16. A compound or a composition according to any of claims 2-15, further characterized in that said reaction product is previously formed before incorporating it into the fully formulated composition.

17. A composition according to any of claims 2-16, further characterized in that said reaction product is present in an amount of 0.001% to 10%, preferably 0.005% to 5%, and most preferred 0.01% to 2% by weight of the composition.

18. A compound or a composition according to any of claims 1-17, further characterized in that said active compound is selected from a flavoring ingredient of ketone or aldehyde type, a pharmaceutical active ingredient of ketone or aldehyde type, a agent for biological control of ketone or aldehyde type, a perfume component of ketone or aldehyde type, a cooling agent of ketone or aldehyde type and of mixtures thereof.

19. A reaction product or composition according to claim 1-18, further characterized in that said active component is a repellent for insects and / or moths, preferably selected from citronellal, citral, N, N-diethylmethaltoluamide, Rotundial 8- acetoxycarvotanacenone, and mixtures thereof.

20. A reaction product or composition according to claim 1-19, further characterized in that said active component is an antimicrobial, preferably selected from Glutaraldehyde, cinnamaldehyde, and mixtures thereof.

21. A compound or a composition according to claim 18, further characterized in that said active component is a perfume aldehyde, which is preferably selected from 1 -decanal, benzaldehyde, florhidral, 2,4-dimethyl-3-cyclohexen -1-carboxaldehyde, cis / trans-3,7-dimethyl-2,6-octadien-1 -al, heliotropin, 2,4,6-trimethyl-3-cyclohexene-1-carboxaldehyde, 2,6-nonadienal, aldehyde alpha-n-amylcinnamic, alpha-n-hexyl cinnamic aldehyde, PT Bucinal, liral, cimal, methylnonylacetaldehyde, hexanal, trans-2-hexenal, and mixtures thereof.

22. A compound or a composition according to claim 18, further characterized in that said active component is a perfume ketone that is preferably selected from Alfa-Damascona, Delta-Damascone, Iso-Damascone, Carvone, Gamma-Methionone, Iso-E-Super, 2,4,4,7-Tetramethyl-Oct-6-En-3-Ona, Benzylacetone, Beta Damascone, Damascenone, Methyldihydrojasmonate, methylredrilone, and mixtures thereof.

23. A compound or a composition according to claim 18, further characterized in that said perfume has an Odor Detection Threshold less than or equal to 1 ppm, preferably less than or equal to 10 ppb.

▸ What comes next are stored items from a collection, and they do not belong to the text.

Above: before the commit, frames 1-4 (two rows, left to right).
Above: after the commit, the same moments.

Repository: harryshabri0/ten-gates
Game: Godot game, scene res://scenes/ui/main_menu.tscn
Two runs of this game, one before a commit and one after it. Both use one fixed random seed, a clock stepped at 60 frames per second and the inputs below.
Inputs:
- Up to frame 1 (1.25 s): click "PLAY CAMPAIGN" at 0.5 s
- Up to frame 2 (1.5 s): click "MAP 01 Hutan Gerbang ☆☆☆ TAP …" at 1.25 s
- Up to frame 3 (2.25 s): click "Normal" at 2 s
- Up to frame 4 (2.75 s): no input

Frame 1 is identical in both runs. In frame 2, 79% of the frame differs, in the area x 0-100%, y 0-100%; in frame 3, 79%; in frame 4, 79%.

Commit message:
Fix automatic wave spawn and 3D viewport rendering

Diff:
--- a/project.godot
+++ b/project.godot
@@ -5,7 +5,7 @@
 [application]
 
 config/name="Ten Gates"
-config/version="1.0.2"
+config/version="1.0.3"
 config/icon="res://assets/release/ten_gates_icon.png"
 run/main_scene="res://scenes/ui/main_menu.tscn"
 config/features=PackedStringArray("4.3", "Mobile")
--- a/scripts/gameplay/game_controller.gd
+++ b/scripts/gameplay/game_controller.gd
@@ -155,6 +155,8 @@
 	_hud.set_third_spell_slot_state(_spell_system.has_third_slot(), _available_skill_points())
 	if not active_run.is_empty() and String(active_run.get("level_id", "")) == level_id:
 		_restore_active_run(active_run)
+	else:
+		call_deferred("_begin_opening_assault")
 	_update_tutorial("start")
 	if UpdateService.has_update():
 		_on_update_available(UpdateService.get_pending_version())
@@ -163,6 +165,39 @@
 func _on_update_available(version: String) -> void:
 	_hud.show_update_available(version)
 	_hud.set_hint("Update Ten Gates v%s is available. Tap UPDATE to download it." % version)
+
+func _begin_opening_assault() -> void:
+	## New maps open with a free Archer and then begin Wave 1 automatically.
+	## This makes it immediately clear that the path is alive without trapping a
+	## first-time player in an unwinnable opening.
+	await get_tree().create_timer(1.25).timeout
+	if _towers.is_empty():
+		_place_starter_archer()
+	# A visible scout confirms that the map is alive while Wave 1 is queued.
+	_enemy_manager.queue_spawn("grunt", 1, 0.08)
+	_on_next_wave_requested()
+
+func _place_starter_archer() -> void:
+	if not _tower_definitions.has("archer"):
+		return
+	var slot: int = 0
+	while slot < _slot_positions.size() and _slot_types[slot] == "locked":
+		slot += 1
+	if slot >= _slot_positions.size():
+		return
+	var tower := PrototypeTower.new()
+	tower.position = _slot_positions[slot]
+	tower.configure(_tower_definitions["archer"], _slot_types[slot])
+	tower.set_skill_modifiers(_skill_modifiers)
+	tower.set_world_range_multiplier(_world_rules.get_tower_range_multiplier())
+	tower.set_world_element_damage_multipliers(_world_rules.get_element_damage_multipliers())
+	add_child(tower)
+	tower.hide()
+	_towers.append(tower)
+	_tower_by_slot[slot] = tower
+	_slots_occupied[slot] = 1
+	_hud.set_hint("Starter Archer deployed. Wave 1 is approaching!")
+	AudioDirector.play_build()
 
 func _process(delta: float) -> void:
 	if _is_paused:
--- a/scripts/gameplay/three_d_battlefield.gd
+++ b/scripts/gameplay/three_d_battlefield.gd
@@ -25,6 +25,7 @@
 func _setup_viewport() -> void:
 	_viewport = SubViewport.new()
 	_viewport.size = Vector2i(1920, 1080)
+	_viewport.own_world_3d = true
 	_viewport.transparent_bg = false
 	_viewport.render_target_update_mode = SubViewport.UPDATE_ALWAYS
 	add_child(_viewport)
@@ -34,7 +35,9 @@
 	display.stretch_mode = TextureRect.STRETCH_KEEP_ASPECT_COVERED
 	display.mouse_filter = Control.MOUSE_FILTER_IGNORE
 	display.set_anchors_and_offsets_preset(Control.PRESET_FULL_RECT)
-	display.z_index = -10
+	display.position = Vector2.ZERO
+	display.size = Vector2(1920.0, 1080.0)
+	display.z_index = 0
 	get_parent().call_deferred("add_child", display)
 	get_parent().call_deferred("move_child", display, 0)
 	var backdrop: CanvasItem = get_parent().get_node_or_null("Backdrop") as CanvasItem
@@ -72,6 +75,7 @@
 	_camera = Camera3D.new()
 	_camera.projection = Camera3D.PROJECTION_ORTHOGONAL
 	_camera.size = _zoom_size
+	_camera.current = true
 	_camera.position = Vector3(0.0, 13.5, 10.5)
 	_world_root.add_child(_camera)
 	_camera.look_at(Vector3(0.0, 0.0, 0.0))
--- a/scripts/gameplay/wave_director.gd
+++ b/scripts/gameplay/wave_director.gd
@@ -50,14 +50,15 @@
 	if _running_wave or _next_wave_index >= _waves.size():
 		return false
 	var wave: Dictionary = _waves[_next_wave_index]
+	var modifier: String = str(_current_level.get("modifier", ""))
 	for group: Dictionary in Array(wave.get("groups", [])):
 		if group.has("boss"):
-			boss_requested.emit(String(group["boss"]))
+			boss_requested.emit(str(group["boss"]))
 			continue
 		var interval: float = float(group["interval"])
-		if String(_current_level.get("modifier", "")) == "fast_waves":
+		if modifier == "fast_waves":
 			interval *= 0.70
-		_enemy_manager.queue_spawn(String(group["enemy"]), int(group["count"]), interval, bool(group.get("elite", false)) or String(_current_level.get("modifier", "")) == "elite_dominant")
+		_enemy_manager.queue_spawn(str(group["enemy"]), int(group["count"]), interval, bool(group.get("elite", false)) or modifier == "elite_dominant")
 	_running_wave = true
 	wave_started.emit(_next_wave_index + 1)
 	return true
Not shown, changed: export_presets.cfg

24. A compound or a composition according to claim 23, further characterized in that said perfume is selected from undecylenic aldehyde, gamma-undecalactone, heliotropin, gamma-dodecalactone, p-anisic aldehyde, para-hydroxy-phenyl-butanone, cimal , benzylacetone, alpha-ionone, pt bucinal, damascenone, beta-ionone and methyl-nonyl-ketone, and mixtures thereof.

25. A method of delivering residual fragrance to a surface, comprising the steps of contacting said surface with a reaction product between a primary and / or secondary amine compound and an active component selected from an aldehyde. or a ketone and mixtures or composition thereof as defined in any of claims 1-24, and then contacting the treated surface with a material, so that the amine-type reaction product is released.

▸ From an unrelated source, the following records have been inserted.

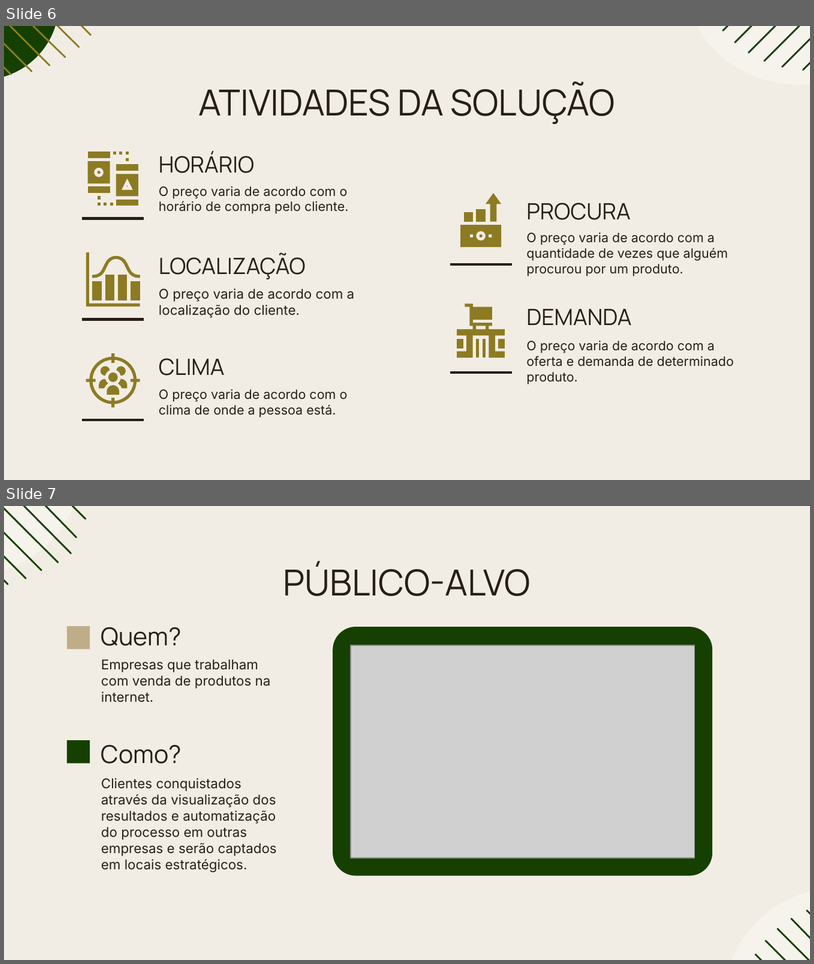
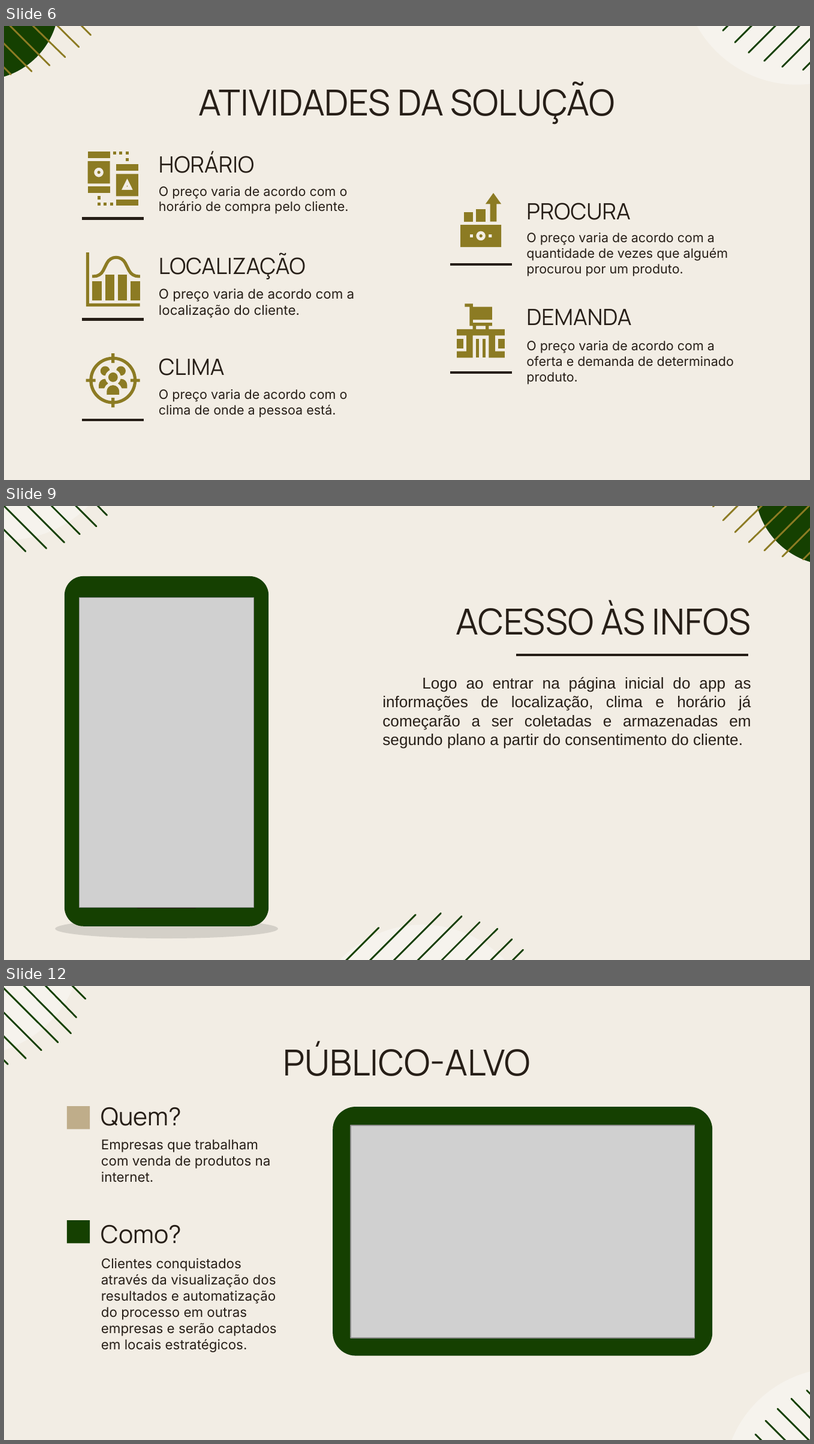
Before and after one commit to rafaellabastos/challenge-pitch-qa, a slide deck: Pitch-SavvyFix.pptx. Shown one above the other, each under a label of ours: slides 6 and 7 before the commit, slides 6, 9 and 12 after it; the slides between them are not shown. The pictures are 814x964 and 814x1444 pixels, drawn with LibreOffice and Linux fonts; fonts in the diff are those of the drawing; grey boxes stand for pictures. Boxes give left, top, right and bottom in pixels: in the first picture for what was removed or moved away, otherwise in the second. Text is boxed around its words. In the diff, an @@ line names an element or a change of style, - is before the commit and + after.

```diff
--- a/Pitch-SavvyFix.pptx
+++ b/Pitch-SavvyFix.pptx
@@ slide 9 added at [4, 506, 810, 960], background #F2EDE4 @@
@@ group added at [4, 506, 122, 552]: 6 freeform shapes, 1 ellipse @@
@@ group added at [714, 506, 810, 565]: 7 freeform shapes, 1 ellipse @@
@@ rounded rectangle added at [65, 576, 269, 926], fill #154001 @@
@@ picture added at [80, 598, 254, 907] @@
@@ title added at [456, 601, 752, 635], 32 pt, text #261E17 @@
+ACESSO ÀS INFOS
@@ line added from (517, 654) to (749, 654), #261E17 2.25 pt @@
@@ subtitle added at [383, 676, 752, 748], 14 pt, text #261E17 @@
+Logo ao entrar na página inicial do app as informações de localização, clima e horário já começarão a ser coletadas e armazenadas em segundo plano a partir do consentimento do cliente.
@@ freeform shape added at [55, 919, 278, 938], fill #000000 at 12% opacity @@
@@ line added from (137, 907) to (196, 907), #261E17 2.25 pt @@
@@ group added at [308, 913, 537, 960]: 8 freeform shapes, 1 ellipse @@
@@ what was slide 7 is now slide 12 @@
```
Also in this commit, not shown: 4 other slides added.

26. A method according to claim 25, further characterized in that said material is water.

27. The use of a compound as defined in any of claims 1-15 or 18-24, for the manufacture of a composition for supplying residual active compound on a surface on which it is applied.

28. The use according to claim 27, wherein said surface is a fabric.